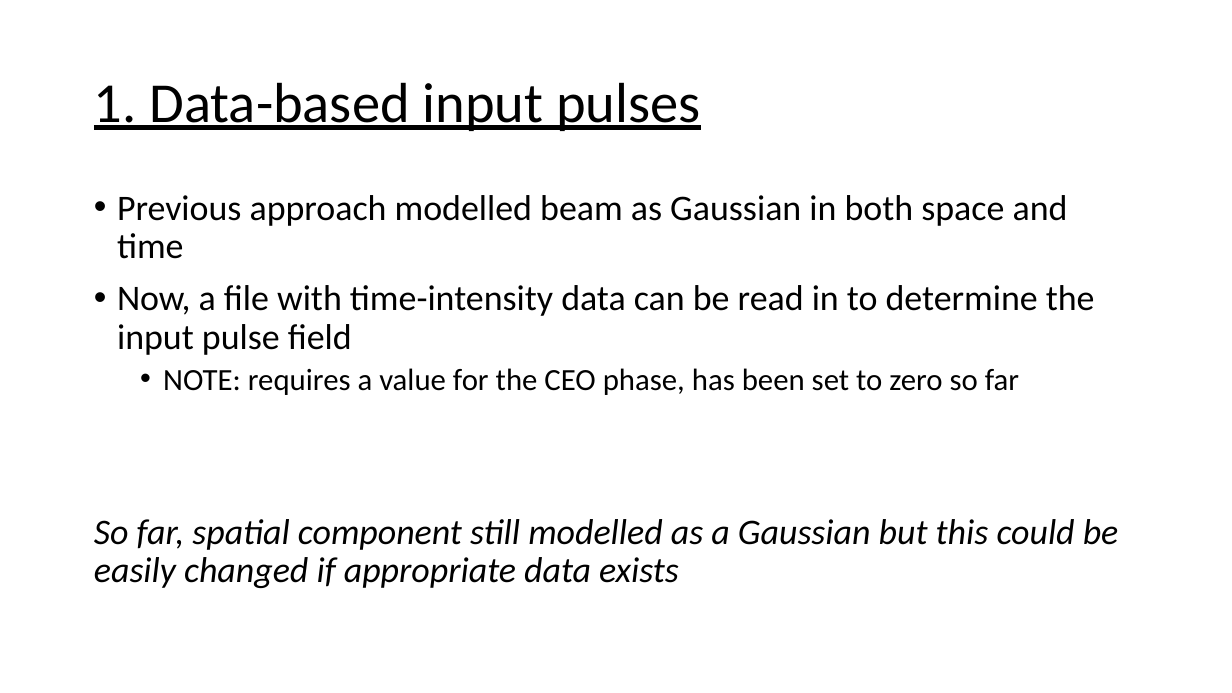
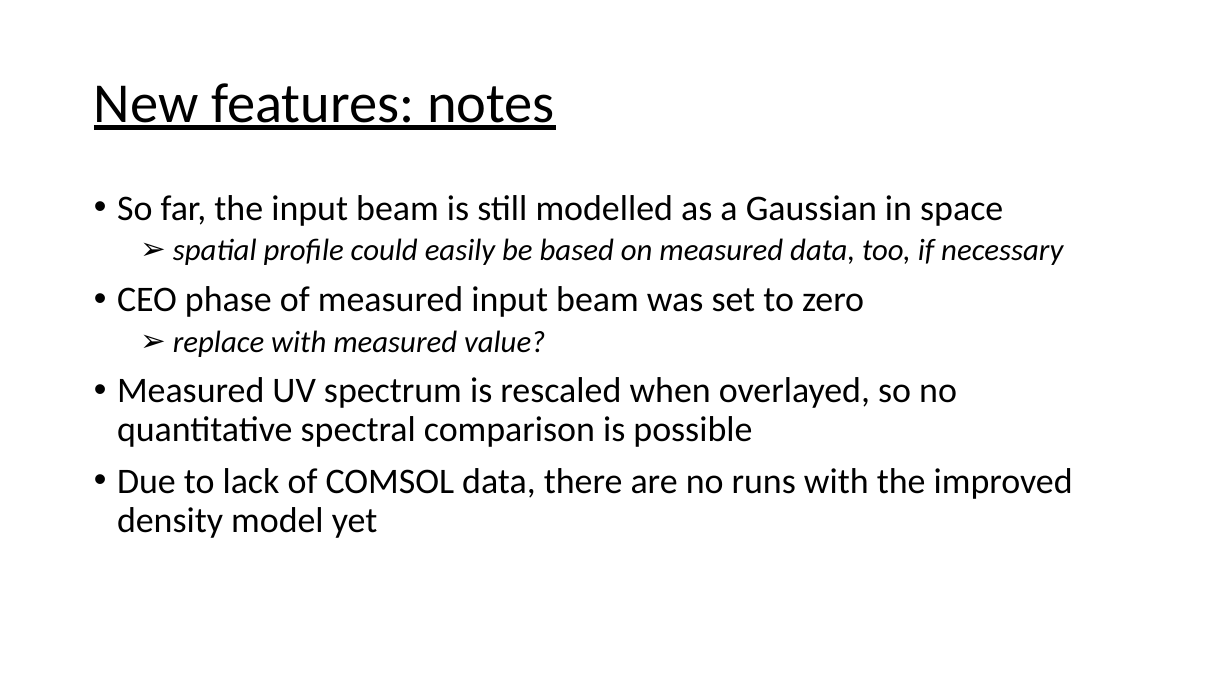
Before and after one commit to david-f-amorim/Simulating-THG-of-few-femtosecond-pulses-in-a-noble-gas-, a slide deck: slide 5 of presentations/DESY - Updates Week 1&2.pptx. Drawn at 1232x693 pixels with LibreOffice and Linux fonts; fonts in the diff are those of the drawing. Boxes give left, top, right and bottom in pixels: in the first picture for what was removed or moved away, otherwise in the second. Text is boxed around its words. In the diff, an @@ line names an element or a change of style, - is before the commit and + after.

```diff
--- a/presentations/DESY - Updates Week 1&2.pptx
+++ b/presentations/DESY - Updates Week 1&2.pptx
@@ title at <box>94,83,555,130</box>: text changed @@
-1. Data-based input pulses
+New features: notes
@@ text at <box>117,195,1073,538</box>: text changed @@
-• Previous approach modelled beam as Gaussian in both space and time
-• Now, a file with time-intensity data can be read in to determine the input pulse field
-  • NOTE: requires a value for the CEO phase, has been set to zero so far
-So far, spatial component still modelled as a Gaussian but this could be easily changed if appropriate data exists
+• So far, the input beam is still modelled as a Gaussian in space
+  ➢ spatial profile could easily be based on measured data, too, if necessary
+• CEO phase of measured input beam was set to zero
+  ➢ replace with measured value?
+• Measured UV spectrum is rescaled when overlayed, so no quantitative spectral comparison is possible
+• Due to lack of COMSOL data, there are no runs with the improved density model yet
```
Also in this commit, not shown: 11 other slides changed, 4 slides added, 4 slides removed, 2 other files.

■ Problem ■
Exact copy, no pictures: please print every record above as written.

■ Response ■
Before and after one commit to david-f-amorim/Simulating-THG-of-few-femtosecond-pulses-in-a-noble-gas-, a slide deck: slide 5 of presentations/DESY - Updates Week 1&2.pptx. Drawn at 1232x693 pixels with LibreOffice and Linux fonts; fonts in the diff are those of the drawing. Boxes give left, top, right and bottom in pixels: in the first picture for what was removed or moved away, otherwise in the second. Text is boxed around its words. In the diff, an @@ line names an element or a change of style, - is before the commit and + after.

```diff
--- a/presentations/DESY - Updates Week 1&2.pptx
+++ b/presentations/DESY - Updates Week 1&2.pptx
@@ title at <box>94,83,555,130</box>: text changed @@
-1. Data-based input pulses
+New features: notes
@@ text at <box>117,195,1073,538</box>: text changed @@
-• Previous approach modelled beam as Gaussian in both space and time
-• Now, a file with time-intensity data can be read in to determine the input pulse field
-  • NOTE: requires a value for the CEO phase, has been set to zero so far
-So far, spatial component still modelled as a Gaussian but this could be easily changed if appropriate data exists
+• So far, the input beam is still modelled as a Gaussian in space
+  ➢ spatial profile could easily be based on measured data, too, if necessary
+• CEO phase of measured input beam was set to zero
+  ➢ replace with measured value?
+• Measured UV spectrum is rescaled when overlayed, so no quantitative spectral comparison is possible
+• Due to lack of COMSOL data, there are no runs with the improved density model yet
```
Also in this commit, not shown: 11 other slides changed, 4 slides added, 4 slides removed, 2 other files.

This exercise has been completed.